Os que vivem de salário ou de aposentadorias baratas; os que lutam pelo almoço para garantir o jantar, ou os que ficam com as sobras das alegrias de uns poucos, sabem muito bem do que estamos falando. No entanto, é preciso refletir, e essa reflexão
nasce quando nos afastamos do epicentro do turbilhão societário e nos dedicamos a enfrentar o mosaico do cotidiano e organizar os nossos pensamentos e convicções, sem radicalidades, pois é preciso, em qualquer análise de situação, estarmos abertos a todos os recortes da realidade e termos a certeza de que, mesmo assim, alguns nos escaparão.
O “Bicho” está pegando! Como aquele monstro bíblico do Apocalipse, que arrancou parte das estrelas do firmamento, o Congresso Nacional, na sua formação heterodoxa e cruel, escolhido pelo voto do povo no “tonteio” dos embates entre partidos políticos oportunistas, quer comer o Orçamento da República através de emendas impositivas, que travarão qualquer condução política da gestão de um governo que precisa ser para todos. Eles querem o orçamento para si. Não se trata de levar o dinheiro para casa, como acontece nos furtos ou assaltos a bancos, mas levar o orçamento para seus moinhos, seus redutos eleitorais nem sempre claros e transparentes, para investimentos nem sempre necessários e urgentes.

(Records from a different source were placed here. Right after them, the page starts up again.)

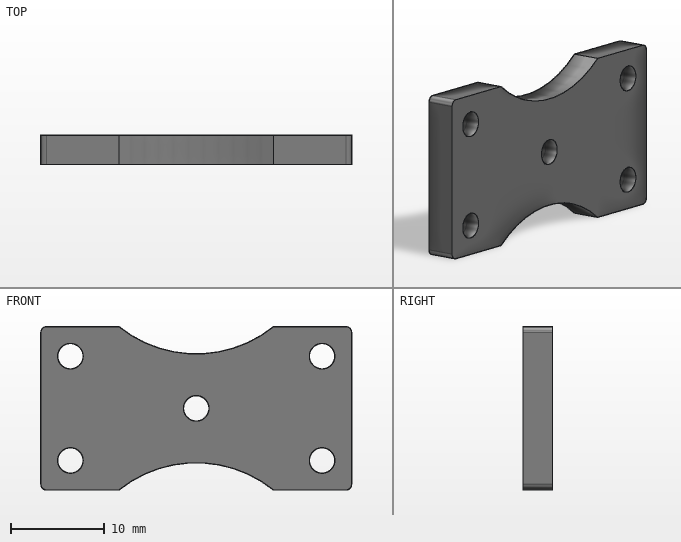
import cadquery as cq

length = 33.29
thickness = 3.175
height = 17.51
corner_radius = 0.635

notch_width = 16.55
notch_depth = 2.92

hole_diameter = 2.7
hole_spacing_x = 26.94
hole_spacing_z = 11.16


def make_plate():
    """Rectangular plate with rounded corners along the thickness direction."""
    return cq.Workplane("XY").box(length, thickness, height).edges("|Y").fillet(corner_radius)


def make_notch(side):
    """Circular-segment cutter for the top (side = 1) or bottom (side = -1) edge."""
    edge_z = side * height / 2
    floor_z = side * (height / 2 - notch_depth)
    return (
        cq.Workplane("XZ")
        .moveTo(-notch_width / 2, edge_z)
        .threePointArc((0, floor_z), (notch_width / 2, edge_z))
        .close()
        .extrude(thickness, both=True)
    )


def make_holes():
    """Cylindrical cutters for the centre hole and the four corner holes."""
    return (
        cq.Workplane("XZ")
        .rect(hole_spacing_x, hole_spacing_z, forConstruction=True)
        .vertices()
        .circle(hole_diameter / 2)
        .extrude(thickness, both=True)
        .union(cq.Workplane("XZ").circle(hole_diameter / 2).extrude(thickness, both=True))
    )


result = make_plate()
for side in (1, -1):
    result = result.cut(make_notch(side))
result = result.cut(make_holes())

Tudo isso, para poder garantir, com mesquinhez, a renovação dos seus mandatos, a alimentação dos lobbies indecentes, que defendem interesses personalísticos e rondam os corredores de Brasília; promover a cizânia entre grupos sociais e o poder e garantir, assim, a permanência dos privilégios, que bem conhecemos: desonerações, sonegações, postergações e tantas outras ações, que, pelo inusitado, pela invencionice e pela desfaçatez, já ganha-
ram até um nome eufemístico: “jabutis”, que sobem em árvores frondosas. E o pior, já temos até bancadas defendendo o “direito divino” de certos líderes religiosos, em transações controversas, a não darem a César o que é de César e a Deus o que é de Deus.
No fogo cruzado das acusações, descobrimos que não vivemos no melhor ou no pior dos mundos. A onda que sacode a contemporaneidade é bem maior até que as provocadas pelos tsunamis pontuais que conhecemos. É geracional, manifesta e insidiosa de um mundo cansado de lutar contra si mesmo, contra a maldade, as desigualdades e as fraquezas de caráter que nos levaram à renúncia da perseguição da ética, da alteridade e da bondade. Despidos ou desanimados dessas vontades, restou-nos a volta aos velhos fantasmas que pensávamos ter destruído: o nazifascismo, a crueldade com os semelhantes, a violência desarrazoada contra tudo e contra todos, o narcisismo e o individualismo, que fazem de nós mesmos vítimas e algozes armados pelos algoritmos nas redes sociais, encurralados nos guetos místicos e ideológicos. O que dizer de tudo isso? “A luta continua”! A vita activa está bem ali, mesmo que os nossos olhos não a vejam e nossas mãos não consigam acessá-la!
(*) Walmir de Albuquerque Barbosa é jornalista profissional, graduado pela Universidade Federal do Amazonas (Ufam), doutor em Ciências da Comunicação, pela Universidade de São Paulo, e professor emérito da Ufam.